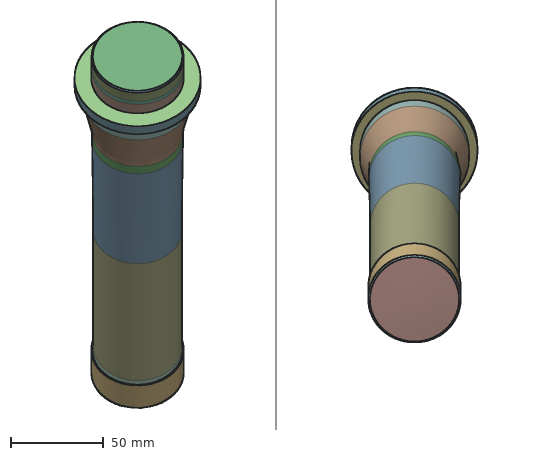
import cadquery as cq

total_height = 269.0
edge_chamfer = 0.8

flange_diameter = 68.0
head_diameter = 50.0
head_neck_diameter = 49.8
flange_bottom = 244.2
flange_top = 251.0
head_taper_bottom = 258.8
head_taper_top = 261.2

collar_diameter = 59.0
collar_bottom = 234.0
neck_diameter = 49.2
flare_bottom_diameter = 50.3
flare_bottom = 210.5
neck_top = 205.8
neck_bottom = 199.5
grip_diameter = 48.1
grip_curve_bottom = 123.0
cap_taper_top = 24.2
cap_taper_diameter = 48.7
cap_top = 21.0
cap_diameter = 50.0
dome_height = 1.0
cap_rim_fillet = 1.0


def make_plug():
    """Flange and head revolved as one solid."""
    profile = (
        cq.Workplane("XZ")
        .moveTo(0, flange_bottom)
        .lineTo(flange_diameter / 2, flange_bottom)
        .lineTo(flange_diameter / 2, flange_top)
        .lineTo(head_diameter / 2, flange_top)
        .lineTo(head_diameter / 2, head_taper_bottom)
        .lineTo(head_neck_diameter / 2, head_taper_top)
        .lineTo(head_neck_diameter / 2, total_height - edge_chamfer)
        .lineTo(head_neck_diameter / 2 - edge_chamfer, total_height)
        .lineTo(0, total_height)
        .close()
    )
    return profile.revolve(360, (0, 0, 0), (0, 1, 0))


def make_handle():
    """Collar, flare, grip and end cap revolved as one solid."""
    flare_direction = (flare_bottom_diameter / 2 - collar_diameter / 2, flare_bottom - collar_bottom)
    curve_drop = (neck_diameter - grip_diameter) / 2
    curve_height = neck_bottom - grip_curve_bottom
    grip_curve_radius = (curve_drop**2 + curve_height**2) / (2 * curve_drop)
    dome_radius = ((cap_diameter / 2) ** 2 + dome_height**2) / (2 * dome_height)
    profile = (
        cq.Workplane("XZ")
        .moveTo(0, flange_bottom)
        .lineTo(collar_diameter / 2 - edge_chamfer, flange_bottom)
        .lineTo(collar_diameter / 2, flange_bottom - edge_chamfer)
        .lineTo(collar_diameter / 2, collar_bottom)
        .spline(
            [(flare_bottom_diameter / 2, flare_bottom), (neck_diameter / 2, neck_top)],
            tangents=[flare_direction, (0, -1)],
            includeCurrent=True,
        )
        .lineTo(neck_diameter / 2, neck_bottom)
        .radiusArc((grip_diameter / 2, grip_curve_bottom), -grip_curve_radius)
        .lineTo(grip_diameter / 2, cap_taper_top)
        .lineTo(cap_taper_diameter / 2, cap_top)
        .lineTo(cap_diameter / 2, cap_top)
        .lineTo(cap_diameter / 2, dome_height)
        .radiusArc((0, 0), dome_radius)
        .close()
    )
    handle_body = profile.revolve(360, (0, 0, 0), (0, 1, 0))
    rim_select_box = cq.selectors.BoxSelector(
        (-cap_diameter, -cap_diameter, dome_height / 2),
        (cap_diameter, cap_diameter, dome_height * 2),
    )
    return handle_body.edges("%CIRCLE").edges(rim_select_box).fillet(cap_rim_fillet)


plug = make_plug()
handle = make_handle()

result = cq.Compound.makeCompound([plug.val(), handle.val()])
========================================
**TASK PROMPT**
Pictures within the entries must not be reproduced; everything else is to be restated verbatim.

**RESPONSE TO THIS EXERCISE**
import cadquery as cq

total_height = 269.0
edge_chamfer = 0.8

flange_diameter = 68.0
head_diameter = 50.0
head_neck_diameter = 49.8
flange_bottom = 244.2
flange_top = 251.0
head_taper_bottom = 258.8
head_taper_top = 261.2

collar_diameter = 59.0
collar_bottom = 234.0
neck_diameter = 49.2
flare_bottom_diameter = 50.3
flare_bottom = 210.5
neck_top = 205.8
neck_bottom = 199.5
grip_diameter = 48.1
grip_curve_bottom = 123.0
cap_taper_top = 24.2
cap_taper_diameter = 48.7
cap_top = 21.0
cap_diameter = 50.0
dome_height = 1.0
cap_rim_fillet = 1.0


def make_plug():
    """Flange and head revolved as one solid."""
    profile = (
        cq.Workplane("XZ")
        .moveTo(0, flange_bottom)
        .lineTo(flange_diameter / 2, flange_bottom)
        .lineTo(flange_diameter / 2, flange_top)
        .lineTo(head_diameter / 2, flange_top)
        .lineTo(head_diameter / 2, head_taper_bottom)
        .lineTo(head_neck_diameter / 2, head_taper_top)
        .lineTo(head_neck_diameter / 2, total_height - edge_chamfer)
        .lineTo(head_neck_diameter / 2 - edge_chamfer, total_height)
        .lineTo(0, total_height)
        .close()
    )
    return profile.revolve(360, (0, 0, 0), (0, 1, 0))


def make_handle():
    """Collar, flare, grip and end cap revolved as one solid."""
    flare_direction = (flare_bottom_diameter / 2 - collar_diameter / 2, flare_bottom - collar_bottom)
    curve_drop = (neck_diameter - grip_diameter) / 2
    curve_height = neck_bottom - grip_curve_bottom
    grip_curve_radius = (curve_drop**2 + curve_height**2) / (2 * curve_drop)
    dome_radius = ((cap_diameter / 2) ** 2 + dome_height**2) / (2 * dome_height)
    profile = (
        cq.Workplane("XZ")
        .moveTo(0, flange_bottom)
        .lineTo(collar_diameter / 2 - edge_chamfer, flange_bottom)
        .lineTo(collar_diameter / 2, flange_bottom - edge_chamfer)
        .lineTo(collar_diameter / 2, collar_bottom)
        .spline(
            [(flare_bottom_diameter / 2, flare_bottom), (neck_diameter / 2, neck_top)],
            tangents=[flare_direction, (0, -1)],
            includeCurrent=True,
        )
        .lineTo(neck_diameter / 2, neck_bottom)
        .radiusArc((grip_diameter / 2, grip_curve_bottom), -grip_curve_radius)
        .lineTo(grip_diameter / 2, cap_taper_top)
        .lineTo(cap_taper_diameter / 2, cap_top)
        .lineTo(cap_diameter / 2, cap_top)
        .lineTo(cap_diameter / 2, dome_height)
        .radiusArc((0, 0), dome_radius)
        .close()
    )
    handle_body = profile.revolve(360, (0, 0, 0), (0, 1, 0))
    rim_select_box = cq.selectors.BoxSelector(
        (-cap_diameter, -cap_diameter, dome_height / 2),
        (cap_diameter, cap_diameter, dome_height * 2),
    )
    return handle_body.edges("%CIRCLE").edges(rim_select_box).fillet(cap_rim_fillet)


plug = make_plug()
handle = make_handle()

result = cq.Compound.makeCompound([plug.val(), handle.val()])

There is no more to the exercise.